In this way Samoans were, for example, encouraged to join the US military because jobs were assured, wages were higher and education could be obtained without loss of earnings. ‘If this analysis depicts Samoans as calculative and instrumental, it is because in relation to risk and return they are necessarily so … [as] risks and returns available in various places were formally canvassed and modeled by families’ (ibid.). While this form of household consensus certainly occurs, and demonstrates the significance of access to the migration-remittances nexus, it has been argued that applying the same kind of model in Tonga tends to portray families as being in agreement about their economic aims and functions, whereas there are often conflicts and tensions within them (Lee 2004: 136). In Kiribati and Tuvalu, where seafarers are away from their wives and parents and send remittances to both, there are frequent disagreements about their allocation and use (Dennis 2003: 35). There are household uncertainties about outcomes in various places. Moreover, more than a decade ago, James argued that in many Tongan villages remittances were becoming individualised and the idea of a transnational community of kin was becoming increasingly invalid (James 1993b: 361; Lee 2003: 31). The extent of greater individualisation is impossible to determine, but such conflicts over use emphasise, rather than downplay, the role of remittances.

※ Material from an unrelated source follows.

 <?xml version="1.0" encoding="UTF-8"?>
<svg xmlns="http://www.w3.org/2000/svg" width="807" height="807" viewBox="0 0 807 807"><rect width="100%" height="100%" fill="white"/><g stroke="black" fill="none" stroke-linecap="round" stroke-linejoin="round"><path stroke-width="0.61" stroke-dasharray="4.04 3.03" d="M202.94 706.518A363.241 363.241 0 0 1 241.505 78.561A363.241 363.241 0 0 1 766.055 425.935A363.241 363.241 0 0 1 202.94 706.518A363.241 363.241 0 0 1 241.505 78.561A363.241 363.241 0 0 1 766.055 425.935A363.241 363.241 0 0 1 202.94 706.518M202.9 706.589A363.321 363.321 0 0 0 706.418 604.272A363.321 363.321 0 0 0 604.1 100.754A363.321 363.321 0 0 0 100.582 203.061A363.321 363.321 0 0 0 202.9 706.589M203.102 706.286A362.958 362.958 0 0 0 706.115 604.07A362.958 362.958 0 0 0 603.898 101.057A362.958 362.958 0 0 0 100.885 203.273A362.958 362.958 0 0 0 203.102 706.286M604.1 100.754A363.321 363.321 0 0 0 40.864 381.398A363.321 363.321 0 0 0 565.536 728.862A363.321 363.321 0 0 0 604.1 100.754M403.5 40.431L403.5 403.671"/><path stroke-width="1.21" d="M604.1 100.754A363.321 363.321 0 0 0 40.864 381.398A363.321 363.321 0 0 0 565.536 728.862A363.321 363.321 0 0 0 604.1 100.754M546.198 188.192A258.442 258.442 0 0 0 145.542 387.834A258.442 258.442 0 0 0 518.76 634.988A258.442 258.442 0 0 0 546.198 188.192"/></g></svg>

Political factors have also been significant influences on migration in various contexts, notably in the migration from Fiji that followed the 1987 and 2000 coups, and in the skilled migration from Bougainville and the Solomon Islands during the recent crises. In Fiji, migration was not only of ethnic Indians, arguably most affected by the coups, but of Fijians, emphasising how migration could be seen as ‘a barometer of fear’ of further conflict (Narayan and Smyth 2003). Environmental factors have similarly influenced migration. There has been recent movement from such places as the Carteret Islands in PNG, where localised sea-level rise posed particular problems, and even more recently from Manam (PNG) and the northern islands of the Marianas, after volcanic eruptions. Cyclone Heta, which devastated Niue in January 2004, destroying almost one-quarter of the houses on the island, even prompted some thoughts about the permanent abandonment of the island (with the remaining 1,500 people following so many of their kin to New Zealand). Global warming poses a future threat to the islands, and especially to more than 100 populated coral atolls, should sea-level rise occur. In Tuvalu, fears are such that emigration has already occurred in anticipation of new difficulties (Connell 2003d). Island states are in no position financially, geographically or politically to defend themselves against such potential threats, but if — perhaps when — the worst does occur, Islanders might become a new stream of environmental refugees to metropolitan states.